Звонили мне четыре раза: психиатр напоминал о том, что надо представить результаты тестов; надо было сообщить, смогу ли я остаться на встречу после передачи в следующий вторник; встреча на три часа в понедельник была отменена; один из моих пациентов, находившийся в депрессии, просил срочно связаться с ним.
Последнее сообщение было от Валери Мелдон, моей лучшей подруги. Она была психологом с частной практикой.
– Привет, – записала Валери. – Мне нужен твой совет. Позвони мне сегодня вечером, можно и поздно. Я люблю тебя, пока.
Я улыбнулась. Мы всегда были рядом друг с другом, кроме тех моментов, когда встречались со своими дружками. Мы обсуждали профессиональные проблемы, сплетничали, делились друг с другом своими страхами и обидами, подбадривали друг друга. Мне приходилось тысячи раз в день тщательно взвешивать свои слова и поведение, но с Вэл я всегда расслаблялась и говорила все, что чувствовала.
Почесывая живот Франку, я поговорила с моим депрессивным пациентом.

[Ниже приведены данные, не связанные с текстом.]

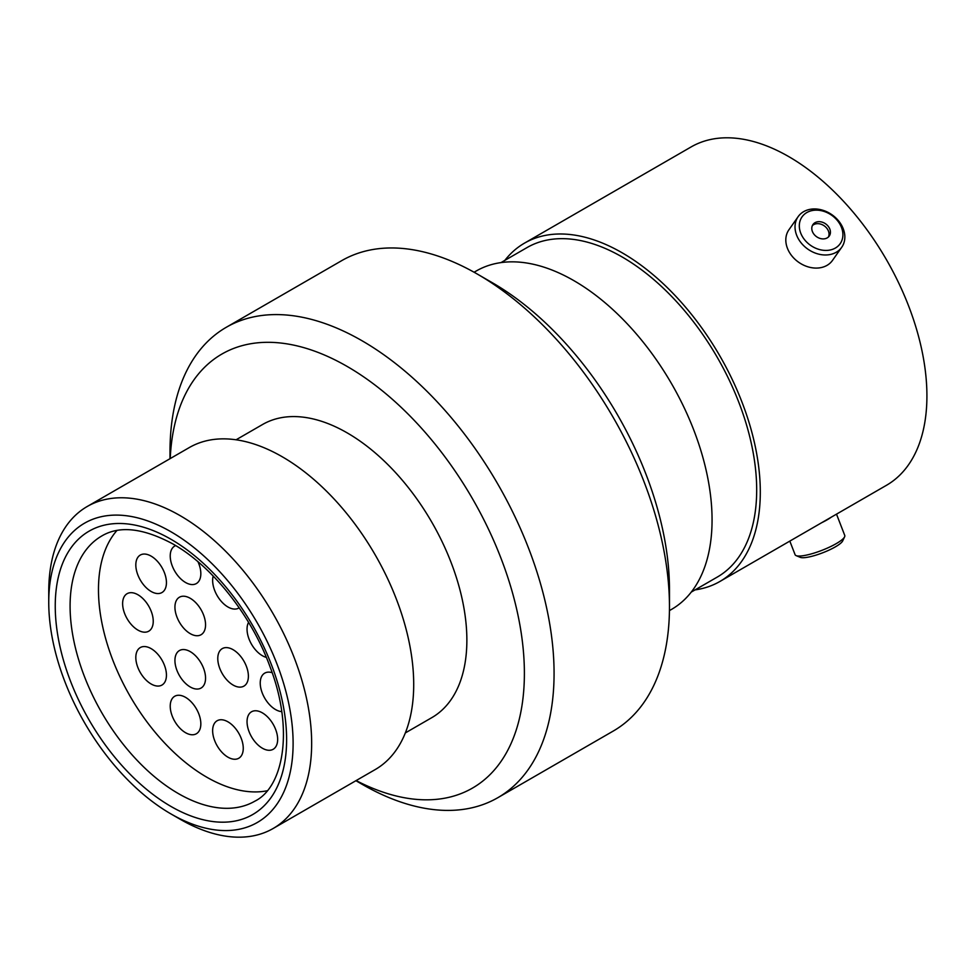 <?xml version="1.0" encoding="UTF-8"?>
<svg xmlns="http://www.w3.org/2000/svg" width="975" height="975" viewBox="0 0 975 975"><rect width="100%" height="100%" fill="white"/><g stroke="black" fill="none" stroke-linecap="round" stroke-linejoin="round"><path stroke-width="1.46" d="M806.837 212.538A23.303 18.379 35.1 0 0 804.631 239.801A23.303 18.379 35.1 0 0 835.38 248.04A23.303 18.379 35.1 0 0 837.586 220.777A23.303 18.379 35.1 0 0 806.837 212.538M836.245 252.257A26.63 20.999 -144.9 0 1 804.241 246.212A26.63 20.999 -144.9 0 1 798.147 216.645A26.63 20.999 -144.9 0 1 803.619 211.673A26.63 20.999 -144.9 0 1 835.624 217.717A26.63 20.999 -144.9 0 1 841.717 247.284A26.63 20.999 -144.9 0 1 836.245 252.257M827.214 237.888A9.969 7.861 35.1 0 0 829.262 236.023A9.969 7.861 35.1 0 0 826.983 224.957A9.969 7.861 35.1 0 0 815.003 222.69A9.969 7.861 35.1 0 0 812.955 224.555A9.969 7.861 35.1 0 0 815.234 235.621A9.969 7.861 35.1 0 0 827.214 237.888M828.47 236.949A9.969 7.861 35.1 0 0 825.021 226.432A9.969 7.861 35.1 0 0 813.613 224.677A9.969 7.861 35.1 0 0 812.358 225.615M841.717 247.284L832.504 260.386A26.63 20.999 -144.9 0 1 827.032 265.358A26.63 20.999 -144.9 0 1 795.027 259.313A26.63 20.999 -144.9 0 1 788.933 229.759L798.147 216.645M844.618 536.811L842.705 540.881A23.303 4.924 158.8 0 1 835.38 546.853A23.303 4.924 158.8 0 1 800.292 557.347L796.124 555.628A26.63 5.631 -21.2 0 0 836.245 543.623A26.63 5.631 -21.2 0 0 844.618 536.811A26.63 5.631 -21.2 0 0 844.764 535.458L836.501 514.142M789.823 541.101L795.1 554.714A26.63 5.631 -21.2 0 0 796.124 555.628M821.572 522.758A26.63 5.631 -21.2 0 0 827.032 519.882A26.63 5.631 -21.2 0 0 831.358 517.116M137.938 630.106A21.645 12.492 60 0 1 123.788 611.033A21.645 12.492 60 0 1 127.103 593.69A21.645 12.492 60 0 1 137.938 594.762A21.645 12.492 60 0 1 152.076 613.836A21.645 12.492 60 0 1 148.761 631.178A21.645 12.492 60 0 1 137.938 630.106M185.53 732.688A21.645 12.492 60 0 1 171.393 713.615A21.645 12.492 60 0 1 174.708 696.272A21.645 12.492 60 0 1 185.53 697.344A21.645 12.492 60 0 1 199.668 716.418A21.645 12.492 60 0 1 196.353 733.761A21.645 12.492 60 0 1 185.53 732.688M190.247 633.652A21.645 12.492 60 0 1 176.097 614.567A21.645 12.492 60 0 1 179.424 597.224A21.645 12.492 60 0 1 190.247 598.297A21.645 12.492 60 0 1 204.384 617.37A21.645 12.492 60 0 1 201.069 634.725A21.645 12.492 60 0 1 190.247 633.652M239.18 607.803A21.645 12.492 60 0 1 238.765 608.059A21.645 12.492 60 0 1 227.943 606.986A21.645 12.492 60 0 1 213.208 576.042M262.348 748.203A21.645 12.492 60 0 1 248.211 729.117A21.645 12.492 60 0 1 251.526 711.774A21.645 12.492 60 0 1 262.348 712.847A21.645 12.492 60 0 1 276.486 731.92A21.645 12.492 60 0 1 273.171 749.275A21.645 12.492 60 0 1 262.348 748.203M281.751 711.628A21.645 12.492 60 0 1 275.547 709.556A21.645 12.492 60 0 1 261.397 690.483A21.645 12.492 60 0 1 264.725 673.14A21.645 12.492 60 0 1 272.147 672.689M233.086 685.047A21.645 12.492 60 0 1 218.948 665.974A21.645 12.492 60 0 1 222.263 648.619A21.645 12.492 60 0 1 233.086 649.691A21.645 12.492 60 0 1 247.223 668.777A21.645 12.492 60 0 1 243.908 686.12A21.645 12.492 60 0 1 233.086 685.047M266.321 657.382A21.645 12.492 60 0 1 262.348 655.688A21.645 12.492 60 0 1 248.576 622.355M227.943 757.173A21.645 12.492 60 0 1 213.805 738.099A21.645 12.492 60 0 1 217.12 720.757A21.645 12.492 60 0 1 227.943 721.829A21.645 12.492 60 0 1 242.092 740.902A21.645 12.492 60 0 1 238.765 758.245A21.645 12.492 60 0 1 227.943 757.173M197.998 561.771A21.645 12.492 60 0 1 196.353 583.562A21.645 12.492 60 0 1 185.53 582.489A21.645 12.492 60 0 1 171.393 563.416A21.645 12.492 60 0 1 174.708 546.073A21.645 12.492 60 0 1 175.707 545.598M190.247 686.973A21.645 12.492 60 0 1 176.097 667.899A21.645 12.492 60 0 1 179.424 650.557A21.645 12.492 60 0 1 190.247 651.629A21.645 12.492 60 0 1 204.384 670.703A21.645 12.492 60 0 1 201.069 688.045A21.645 12.492 60 0 1 190.247 686.973M151.125 683.987A21.645 12.492 60 0 1 136.988 664.913A21.645 12.492 60 0 1 140.303 647.558A21.645 12.492 60 0 1 151.125 648.631A21.645 12.492 60 0 1 165.275 667.717A21.645 12.492 60 0 1 161.947 685.059A21.645 12.492 60 0 1 151.125 683.987M151.125 591.472A21.645 12.492 60 0 1 136.988 572.398A21.645 12.492 60 0 1 140.303 555.055A21.645 12.492 60 0 1 151.125 556.128A21.645 12.492 60 0 1 165.275 575.201A21.645 12.492 60 0 1 161.947 592.544A21.645 12.492 60 0 1 151.125 591.472M492.29 282.701L477.445 274.133L492.29 282.701A250.587 144.678 60 0 1 669.472 589.607L669.472 606.742A271.574 156.792 -120 0 0 477.445 274.133L477.445 274.133A271.574 156.792 -120 0 0 341.652 260.678L226.249 327.308A271.574 156.792 60 0 1 362.042 340.763A271.574 156.792 60 0 1 539.455 580.076A271.574 156.792 60 0 1 497.823 797.696A271.574 156.792 60 0 1 362.042 784.241A271.574 156.792 60 0 1 362.03 784.241L355.912 780.707L362.03 784.241M497.823 797.696L613.226 731.067A271.574 156.792 -120 0 0 669.472 606.742M356.131 780.573A250.587 144.678 -120 0 0 524.331 668.18A250.587 144.678 -120 0 0 347.197 366.466A250.587 144.678 -120 0 0 170.223 458.579M180.204 819.268L170.93 813.918A172.782 99.755 -120 0 0 293.109 743.377A172.782 99.755 -120 0 0 170.93 531.753A172.782 99.755 -120 0 0 48.75 602.294A172.782 99.755 -120 0 0 170.93 813.918L180.204 819.268A185.908 107.335 60 0 0 273.158 828.482L375.204 769.568A185.908 107.335 60 0 0 403.699 620.587A185.908 107.335 60 0 0 282.25 456.775A185.908 107.335 60 0 0 189.296 447.562L87.25 506.476A185.908 107.335 60 0 1 180.204 515.69A185.908 107.335 60 0 1 301.653 679.514A185.908 107.335 60 0 1 273.158 828.482M236.096 439.786L262.567 424.503A169.248 97.719 60 0 1 347.197 432.888A169.248 97.719 60 0 1 457.763 582.026A169.248 97.719 60 0 1 431.815 717.637L405.332 732.932M474.094 272.232L476.251 270.989A195.353 112.783 60 0 1 573.922 280.666A195.353 112.783 60 0 1 701.549 452.814A195.353 112.783 60 0 1 671.604 609.351L669.447 610.594M501.016 262.592L527.048 247.565A190.235 109.834 60 0 1 622.16 256.986A190.235 109.834 60 0 1 746.448 424.625A190.235 109.834 60 0 1 717.283 577.066L691.251 592.093M504.843 260.386A195.353 112.783 60 0 1 524.489 243.141A195.353 112.783 60 0 1 622.16 252.805A195.353 112.783 60 0 1 749.787 424.954A195.353 112.783 60 0 1 719.842 581.502A195.353 112.783 60 0 1 695.078 589.887M524.489 243.141L691.104 146.945A195.353 112.783 60 0 1 788.775 156.622A195.353 112.783 60 0 1 916.402 328.758A195.353 112.783 60 0 1 886.458 485.306L719.842 581.502M267.162 790.774A153.112 88.396 60 0 1 206.737 777.172A153.112 88.396 60 0 1 111.174 655.748A153.112 88.396 60 0 1 116.903 530.522M170.003 458.701L170.003 451.632A271.574 156.792 60 0 1 226.249 327.308M48.75 602.294L48.75 591.581A185.908 107.335 60 0 1 87.25 506.476M178.352 793.565A153.112 88.396 -120 0 0 254.902 801.145C283.579 787.105 294.158 729.373 270.099 666.961C251.465 615.518 212.062 566 173.099 544.062C143.386 528.06 119.62 525.367 101.802 535.957A153.112 88.396 -120 0 0 78.329 658.637A153.112 88.396 -120 0 0 178.352 793.565M170.93 539.248A163.605 94.453 60 0 1 286.613 739.623A163.605 94.453 60 0 1 170.93 806.422A163.605 94.453 60 0 1 55.246 606.048A163.605 94.453 60 0 1 170.93 539.248"/></g></svg>

Когда я концентрировала внимание на пациентах, усталость обычно как рукой снимало. Я чувствовала удовлетворение от того, что подбирала нужные слова, разбиралась в чьих-то проблемах, вообще приносила пользу людям.
Потом я позвонила Вэл. Она сказала:
– Знаешь, что я сегодня ела? Два бисквита и полпакета попкорна. А вечером выпила кока-колы и съела упаковку салями.
– Послушай, ты смешала четыре группы продуктов – жир, сахар, консерванты и заменитель сахара.
– Знаешь, мне нужен твой совет. Ко мне тут ходит парочка по поводу своих семейных проблем. Муж как-то попросил, чтобы я встретилась с каждым из них несколько раз наедине, потому что им трудно высказываться друг перед другом.
– Ого!
– Вот то-то и оно. Можешь догадаться? Наедине он мне сказал, что у него уже два года роман с другой женщиной, и, разумеется, он не хочет, чтобы об этом узнала жена.
– Ты не рассказала им об основных правилах до назначения индивидуальных встреч?
– Я собиралась, но опоздала. Как ты думаешь, я когда-нибудь опять забуду это сделать?
– Непохоже.
– Так что же мне делать?
– Жене ты рассказать не можешь. Единственное, что ты можешь сделать, – сконцентрировать внимание на их брачных отношениях, которые, вероятно, в первую очередь и послужили причиной его романа. Ты должна снова с ним встретиться наедине и сказать, что поскольку он перекачивает свои чувства на сторону, он никогда не сможет решить своих семейных проблем.
– Ладно, спасибо, это хорошо. – Вэл немного помолчала. – Знаешь, Сара, у меня такое чувство, что я, как психотерапевт, черт-те чем занимаюсь.
– Ты – хороший специалист, Вэл. Я это знаю. Я видела, как ты работаешь. Так что перестань казнить себя.